Life after death: ‘Awareness remains for three minutes after brain shutdown’

People may still have consciousness after “death” according to a new study. A large-scale study involving 2,060 patients from 15 hospitals in the UK, USA and Austria has found patients experience real events for up to a 3-minute period after their heart has stopped beating. Dr Sam Parnia, assistant professor of critical care medicine and director of resuscitation research at the State University of New York and a former research fellow at the University of Southampton, explained it was previously thought only hallucinatory events were experienced in these circumstances. These are normally described as out-of-body experiences (OBEs) or near-death experiences (NDEs).

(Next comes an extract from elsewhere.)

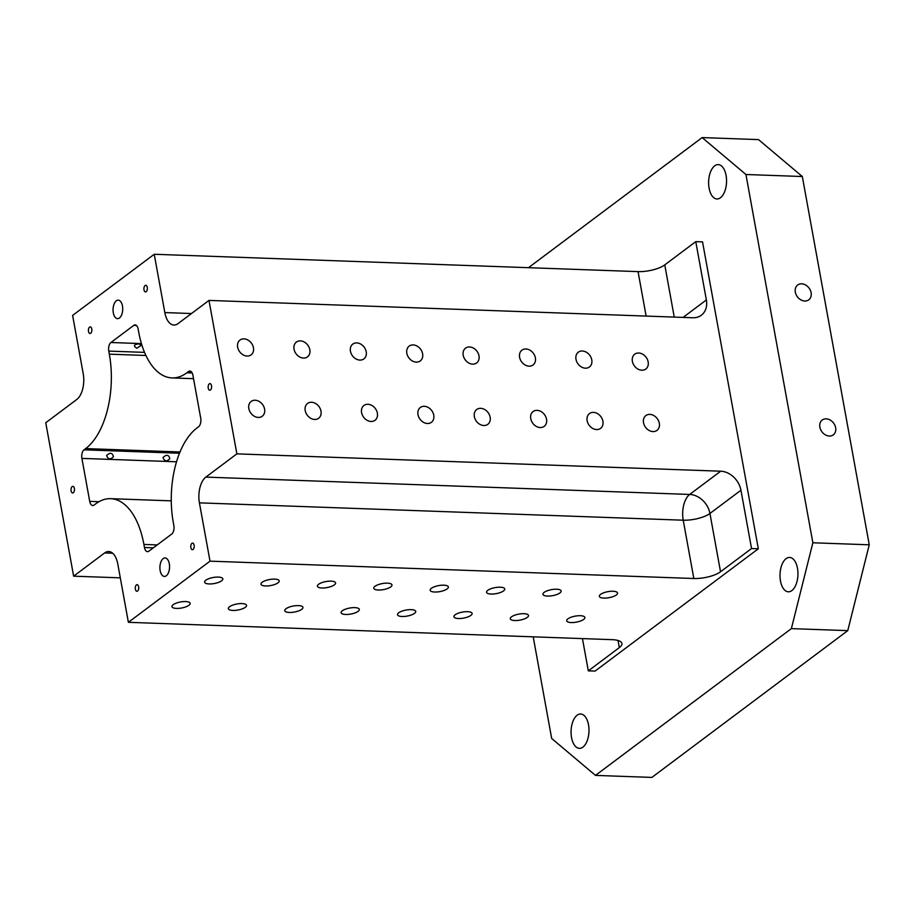 <?xml version="1.0" encoding="UTF-8"?>
<svg xmlns="http://www.w3.org/2000/svg" width="915" height="915" viewBox="0 0 915 915"><rect width="100%" height="100%" fill="white"/><g stroke="black" fill="none" stroke-linecap="round" stroke-linejoin="round"><path stroke-width="1.37" d="M683.07 317.413L706.369 299.948L695.777 241.64L664.759 264.881L674.252 317.093M812.863 542.778L791.372 628.616L847.759 630.641L869.25 544.802L802.318 176.526L758.524 139.606L702.137 137.582L745.931 174.502L812.863 542.778L869.25 544.802M136.907 348.215C133.098 346.007 133.716 344.543 138.76 343.823L141.345 345.287L136.907 348.215M191.201 371.627L188.536 371.536A6.611 3.443 92.1 0 1 189.885 371.067A6.611 3.443 92.1 0 1 192.905 375.219L200.717 418.189A6.611 3.443 92.1 0 1 198.566 426.779L196.942 427.991A72.72 37.881 92.1 0 0 173.29 522.419L173.85 525.496A6.611 3.443 92.1 0 1 171.7 534.074L148.848 551.196A6.611 3.443 92.1 0 1 147.498 551.665A6.611 3.443 92.1 0 1 144.467 547.513L143.907 544.436A72.72 37.881 92.1 0 0 110.601 498.675L171.265 500.86M649.856 414.392A9.253 7.286 -126.8 0 1 658.571 420.866A9.253 7.286 -126.8 0 1 656.97 430.393A9.253 7.286 -126.8 0 1 645.59 427.351A9.253 7.286 -126.8 0 1 645.876 415.582A9.253 7.286 -126.8 0 1 649.856 414.392M593.469 412.379A9.253 7.286 -126.8 0 1 602.173 418.841A9.253 7.286 -126.8 0 1 600.583 428.369A9.253 7.286 -126.8 0 1 589.203 425.338A9.253 7.286 -126.8 0 1 589.489 413.557A9.253 7.286 -126.8 0 1 593.469 412.379M74.39 488.438A3.305 1.727 92.1 0 1 72.64 492.968A3.305 1.727 92.1 0 1 71.027 489.605A3.305 1.727 92.1 0 1 72.868 486.357A3.305 1.727 92.1 0 1 74.39 488.438M138.623 586.755A3.305 1.727 92.1 0 1 136.873 591.284A3.305 1.727 92.1 0 1 135.271 587.922A3.305 1.727 92.1 0 1 137.101 584.685A3.305 1.727 92.1 0 1 138.623 586.755M194.117 545.168A3.305 1.727 92.1 0 1 192.367 549.698A3.305 1.727 92.1 0 1 190.766 546.335A3.305 1.727 92.1 0 1 192.608 543.098A3.305 1.727 92.1 0 1 194.117 545.168M211.502 385.695A3.305 1.727 92.1 0 1 209.752 390.225A3.305 1.727 92.1 0 1 208.151 386.862A3.305 1.727 92.1 0 1 209.993 383.614A3.305 1.727 92.1 0 1 211.502 385.695M147.269 287.379A3.305 1.727 92.1 0 1 145.519 291.908A3.305 1.727 92.1 0 1 143.918 288.545A3.305 1.727 92.1 0 1 145.76 285.297A3.305 1.727 92.1 0 1 147.269 287.379M91.775 328.965A3.305 1.727 92.1 0 1 90.025 333.495A3.305 1.727 92.1 0 1 88.412 330.132A3.305 1.727 92.1 0 1 90.253 326.884A3.305 1.727 92.1 0 1 91.775 328.965M169.309 563.766A9.253 4.827 92.1 0 1 164.403 576.439A9.253 4.827 92.1 0 1 159.919 567.014A9.253 4.827 92.1 0 1 165.066 557.944A9.253 4.827 92.1 0 1 169.309 563.766M122.461 305.976A9.253 4.827 92.1 0 1 117.555 318.649A9.253 4.827 92.1 0 1 113.071 309.224A9.253 4.827 92.1 0 1 118.218 300.143A9.253 4.827 92.1 0 1 122.461 305.976M835.647 427.728A9.253 7.286 -126.8 0 1 833.302 434.854A9.253 7.286 -126.8 0 1 821.933 431.811A9.253 7.286 -126.8 0 1 822.208 420.042A9.253 7.286 -126.8 0 1 830.191 420.054A9.253 7.286 -126.8 0 1 835.647 427.728M811.113 292.697A9.253 7.286 -126.8 0 1 808.769 299.823A9.253 7.286 -126.8 0 1 797.388 296.78A9.253 7.286 -126.8 0 1 797.663 285.011A9.253 7.286 -126.8 0 1 805.646 285.022A9.253 7.286 -126.8 0 1 811.113 292.697M797.468 568.261A17.191 8.956 92.1 0 1 788.364 591.799A17.191 8.956 92.1 0 1 780.026 574.3A17.191 8.956 92.1 0 1 789.588 557.441A17.191 8.956 92.1 0 1 797.468 568.261M726.075 175.428A17.191 8.956 92.1 0 1 716.971 198.967A17.191 8.956 92.1 0 1 708.633 181.479A17.191 8.956 92.1 0 1 718.206 164.62A17.191 8.956 92.1 0 1 726.075 175.428M588.517 724.829A17.191 8.956 92.1 0 1 579.412 748.356A17.191 8.956 92.1 0 1 571.074 730.868A17.191 8.956 92.1 0 1 580.648 714.009A17.191 8.956 92.1 0 1 588.517 724.829M154.235 254.267L72.617 315.423L83.219 373.732A19.833 10.328 92.1 0 1 76.769 399.489L45.75 422.73L73.635 576.176L104.653 552.935A19.833 10.328 92.1 0 1 108.713 551.528A19.833 10.328 92.1 0 1 117.795 564.006L128.386 622.314L210.004 561.158L199.413 502.85A19.833 10.328 92.1 0 1 205.864 477.104L236.871 453.863L208.986 300.417L177.979 323.647A19.833 10.328 92.1 0 1 173.919 325.054A19.833 10.328 92.1 0 1 164.837 312.575L154.235 254.267L638.052 271.618A19.833 6.565 169.7 0 0 664.759 264.881M176.515 461.789L81.904 458.392L89.716 501.363A6.611 3.443 92.1 0 0 92.747 505.526A6.611 3.443 92.1 0 0 94.096 505.057L95.732 503.833A72.72 37.881 92.1 0 1 110.601 498.675M144.547 352.378L108.771 351.097L109.331 354.162A72.72 37.881 92.1 0 1 85.69 448.59L84.054 449.814A6.611 3.443 92.1 0 0 81.904 458.392M136.449 325.477L133.773 325.385L110.921 342.507A6.611 3.443 92.1 0 0 108.771 351.097M188.536 371.536L186.9 372.76A72.72 37.881 92.1 0 1 172.02 377.906A72.72 37.881 92.1 0 1 138.714 332.145L138.154 329.08A6.611 3.443 92.1 0 0 135.134 324.916A6.611 3.443 92.1 0 0 133.773 325.385M73.635 576.176L120.311 577.845M210.004 561.158L693.822 578.509A19.833 6.565 -10.3 0 0 720.528 571.772L751.547 548.543L740.944 490.223L709.937 513.464L720.528 571.772M128.386 622.314L612.204 639.665A19.833 6.565 -10.3 0 1 621.914 643.462A19.833 6.565 -10.3 0 1 619.318 647.614L618.025 640.489M582.443 638.601L588.311 670.855L619.318 647.614M588.311 670.855L595.07 671.095L758.318 548.783L702.537 241.88L695.777 241.64M208.986 300.417L692.804 317.757A19.833 15.601 -126.8 0 0 701.348 315.218A19.833 15.601 -126.8 0 0 706.369 299.948M236.871 453.863L720.688 471.202A19.833 15.601 -126.8 0 1 740.944 490.223M533.205 636.84L551.676 738.474L595.482 775.394L791.372 628.616M702.137 137.582L528.504 267.683M243.985 338.859A9.253 7.286 -126.8 0 1 252.7 345.332A9.253 7.286 -126.8 0 1 251.099 354.86A9.253 7.286 -126.8 0 1 239.719 351.829A9.253 7.286 -126.8 0 1 240.005 340.048A9.253 7.286 -126.8 0 1 243.985 338.859M300.372 340.883A9.253 7.286 -126.8 0 1 309.087 347.357A9.253 7.286 -126.8 0 1 307.486 356.884A9.253 7.286 -126.8 0 1 296.105 353.842A9.253 7.286 -126.8 0 1 296.391 342.073A9.253 7.286 -126.8 0 1 300.372 340.883M356.77 342.908A9.253 7.286 -126.8 0 1 365.474 349.37A9.253 7.286 -126.8 0 1 363.873 358.909A9.253 7.286 -126.8 0 1 352.504 355.866A9.253 7.286 -126.8 0 1 352.778 344.097A9.253 7.286 -126.8 0 1 356.77 342.908M413.157 344.932A9.253 7.286 -126.8 0 1 421.861 351.394A9.253 7.286 -126.8 0 1 420.26 360.933A9.253 7.286 -126.8 0 1 408.891 357.891A9.253 7.286 -126.8 0 1 409.165 346.122A9.253 7.286 -126.8 0 1 413.157 344.932M469.544 346.957A9.253 7.286 -126.8 0 1 478.248 353.419A9.253 7.286 -126.8 0 1 476.646 362.946A9.253 7.286 -126.8 0 1 465.278 359.915A9.253 7.286 -126.8 0 1 465.552 348.135A9.253 7.286 -126.8 0 1 469.544 346.957M525.931 348.97A9.253 7.286 -126.8 0 1 534.635 355.443A9.253 7.286 -126.8 0 1 533.045 364.971A9.253 7.286 -126.8 0 1 521.664 361.928A9.253 7.286 -126.8 0 1 521.939 350.159A9.253 7.286 -126.8 0 1 525.931 348.97M582.317 350.994A9.253 7.286 -126.8 0 1 591.021 357.456A9.253 7.286 -126.8 0 1 589.432 366.995A9.253 7.286 -126.8 0 1 578.051 363.953A9.253 7.286 -126.8 0 1 578.326 352.184A9.253 7.286 -126.8 0 1 582.317 350.994M638.704 353.018A9.253 7.286 -126.8 0 1 647.408 359.481A9.253 7.286 -126.8 0 1 645.818 369.019A9.253 7.286 -126.8 0 1 634.438 365.977A9.253 7.286 -126.8 0 1 634.713 354.208A9.253 7.286 -126.8 0 1 638.704 353.018M255.148 400.244A9.253 7.286 -126.8 0 1 263.852 406.706A9.253 7.286 -126.8 0 1 262.25 416.245A9.253 7.286 -126.8 0 1 250.882 413.203A9.253 7.286 -126.8 0 1 251.156 401.433A9.253 7.286 -126.8 0 1 255.148 400.244M311.535 402.268A9.253 7.286 -126.8 0 1 320.239 408.731A9.253 7.286 -126.8 0 1 318.637 418.269A9.253 7.286 -126.8 0 1 307.268 415.227A9.253 7.286 -126.8 0 1 307.543 403.458A9.253 7.286 -126.8 0 1 311.535 402.268M367.922 404.293A9.253 7.286 -126.8 0 1 376.625 410.755A9.253 7.286 -126.8 0 1 375.036 420.282A9.253 7.286 -126.8 0 1 363.655 417.251A9.253 7.286 -126.8 0 1 363.93 405.471A9.253 7.286 -126.8 0 1 367.922 404.293M424.308 406.306A9.253 7.286 -126.8 0 1 433.012 412.779A9.253 7.286 -126.8 0 1 431.423 422.307A9.253 7.286 -126.8 0 1 420.042 419.264A9.253 7.286 -126.8 0 1 420.317 407.495A9.253 7.286 -126.8 0 1 424.308 406.306M480.695 408.33A9.253 7.286 -126.8 0 1 489.399 414.792A9.253 7.286 -126.8 0 1 487.809 424.331A9.253 7.286 -126.8 0 1 476.429 421.289A9.253 7.286 -126.8 0 1 476.704 409.52A9.253 7.286 -126.8 0 1 480.695 408.33M537.082 410.355A9.253 7.286 -126.8 0 1 545.786 416.817A9.253 7.286 -126.8 0 1 544.196 426.356A9.253 7.286 -126.8 0 1 532.816 423.313A9.253 7.286 -126.8 0 1 533.09 411.544A9.253 7.286 -126.8 0 1 537.082 410.355M751.547 548.543L758.318 548.783M218.285 577.091A9.253 3.065 -10.3 0 1 222.825 578.863A9.253 3.065 -10.3 0 1 214.27 583.53A9.253 3.065 -10.3 0 1 204.617 582.18A9.253 3.065 -10.3 0 1 208.929 578.646A9.253 3.065 -10.3 0 1 218.285 577.091M274.672 579.115A9.253 3.065 -10.3 0 1 279.212 580.888A9.253 3.065 -10.3 0 1 270.657 585.554A9.253 3.065 -10.3 0 1 261.004 584.193A9.253 3.065 -10.3 0 1 265.316 580.67A9.253 3.065 -10.3 0 1 274.672 579.115M331.07 581.139A9.253 3.065 -10.3 0 1 335.599 582.912A9.253 3.065 -10.3 0 1 327.044 587.579A9.253 3.065 -10.3 0 1 317.391 586.218A9.253 3.065 -10.3 0 1 321.703 582.695A9.253 3.065 -10.3 0 1 331.07 581.139M387.457 583.164A9.253 3.065 -10.3 0 1 391.986 584.937A9.253 3.065 -10.3 0 1 383.431 589.603A9.253 3.065 -10.3 0 1 373.778 588.242A9.253 3.065 -10.3 0 1 378.089 584.719A9.253 3.065 -10.3 0 1 387.457 583.164M443.844 585.188A9.253 3.065 -10.3 0 1 448.373 586.95A9.253 3.065 -10.3 0 1 439.818 591.616A9.253 3.065 -10.3 0 1 430.164 590.267A9.253 3.065 -10.3 0 1 434.476 586.732A9.253 3.065 -10.3 0 1 443.844 585.188M500.231 587.201A9.253 3.065 -10.3 0 1 504.76 588.974A9.253 3.065 -10.3 0 1 496.204 593.641A9.253 3.065 -10.3 0 1 486.551 592.28A9.253 3.065 -10.3 0 1 490.863 588.757A9.253 3.065 -10.3 0 1 500.231 587.201M556.617 589.226A9.253 3.065 -10.3 0 1 561.147 590.999A9.253 3.065 -10.3 0 1 552.591 595.665A9.253 3.065 -10.3 0 1 542.938 594.304A9.253 3.065 -10.3 0 1 547.25 590.781A9.253 3.065 -10.3 0 1 556.617 589.226M613.004 591.25A9.253 3.065 -10.3 0 1 617.545 593.023A9.253 3.065 -10.3 0 1 608.978 597.689A9.253 3.065 -10.3 0 1 599.325 596.328A9.253 3.065 -10.3 0 1 603.648 592.806A9.253 3.065 -10.3 0 1 613.004 591.25M185.642 601.555A9.253 3.065 -10.3 0 1 190.171 603.328A9.253 3.065 -10.3 0 1 181.616 607.995A9.253 3.065 -10.3 0 1 171.963 606.634A9.253 3.065 -10.3 0 1 176.275 603.111A9.253 3.065 -10.3 0 1 185.642 601.555M242.029 603.58A9.253 3.065 -10.3 0 1 246.558 605.353A9.253 3.065 -10.3 0 1 238.003 610.019A9.253 3.065 -10.3 0 1 228.35 608.658A9.253 3.065 -10.3 0 1 232.662 605.135A9.253 3.065 -10.3 0 1 242.029 603.58M298.416 605.604A9.253 3.065 -10.3 0 1 302.957 607.377A9.253 3.065 -10.3 0 1 294.39 612.043A9.253 3.065 -10.3 0 1 284.737 610.682A9.253 3.065 -10.3 0 1 289.06 607.16A9.253 3.065 -10.3 0 1 298.416 605.604M354.803 607.629A9.253 3.065 -10.3 0 1 359.343 609.39A9.253 3.065 -10.3 0 1 350.777 614.057A9.253 3.065 -10.3 0 1 341.123 612.707A9.253 3.065 -10.3 0 1 345.447 609.184A9.253 3.065 -10.3 0 1 354.803 607.629M411.19 609.642A9.253 3.065 -10.3 0 1 415.73 611.414A9.253 3.065 -10.3 0 1 407.175 616.081A9.253 3.065 -10.3 0 1 397.522 614.731A9.253 3.065 -10.3 0 1 401.834 611.197A9.253 3.065 -10.3 0 1 411.19 609.642M467.576 611.666A9.253 3.065 -10.3 0 1 472.117 613.439A9.253 3.065 -10.3 0 1 463.562 618.105A9.253 3.065 -10.3 0 1 453.909 616.744A9.253 3.065 -10.3 0 1 458.221 613.222A9.253 3.065 -10.3 0 1 467.576 611.666M523.975 613.69A9.253 3.065 -10.3 0 1 528.504 615.463A9.253 3.065 -10.3 0 1 519.949 620.13A9.253 3.065 -10.3 0 1 510.296 618.769A9.253 3.065 -10.3 0 1 514.607 615.246A9.253 3.065 -10.3 0 1 523.975 613.69M580.362 615.715A9.253 3.065 -10.3 0 1 584.891 617.476A9.253 3.065 -10.3 0 1 576.336 622.143A9.253 3.065 -10.3 0 1 566.682 620.793A9.253 3.065 -10.3 0 1 570.994 617.27A9.253 3.065 -10.3 0 1 580.362 615.715M595.482 775.394L651.869 777.418L847.759 630.641M802.318 176.526L745.931 174.502M113.449 456.665C110.509 459.845 108.222 459.467 106.609 455.544C110.075 452.239 112.362 452.616 113.449 456.665M169.835 458.69C166.896 461.869 164.608 461.492 162.996 457.569C166.461 454.263 168.749 454.641 169.835 458.69M153.354 547.822L144.467 547.513M157.231 544.917L143.907 544.436M638.052 271.618L646.127 316.087M98.992 501.695L89.716 501.363M179.477 453.234L84.054 449.814M179.992 451.976L85.69 448.59M145.92 355.478L109.331 354.162M141.436 343.605L110.921 342.507M192.173 372.943L186.9 372.76M164.837 312.575L191.475 313.536M112.659 553.22L104.653 552.935M720.688 471.202L689.67 494.443A19.833 15.601 53.2 0 1 709.937 513.464A19.833 6.565 -10.3 0 1 683.219 520.2L693.822 578.509M205.864 477.104L689.67 494.443A19.833 10.328 92.1 0 0 683.219 520.2L199.413 502.85M172.02 377.906L193.534 378.684"/></g></svg>

This is significant, since it has often been assumed that experiences in relation to death are likely hallucinations or illusions, occurring either before the heart stops or after the heart has been successfully restarted, but not an experience corresponding with ‘real’ events when the heart isn’t beating.

Dr Sam Parnia, assistant professor of critical care medicine and director of resuscitation research at the State University of New York

The Awareness during Resuscitation (Aware) study, sponsored by the University of Southampton, used objective markers to establish whether the experiences were real or hallucinatory. The results showed that 39% of patients who survived cardiac arrest described a perception of awareness but did not have explicit recall. A total of 46% experienced a broad range of mental recollections, 9% had experiences compatible with NDEs and 2% exhibited full awareness compatible with OBEs with explicit recall of “seeing” and “hearing” events. The journal Resuscitation published the research.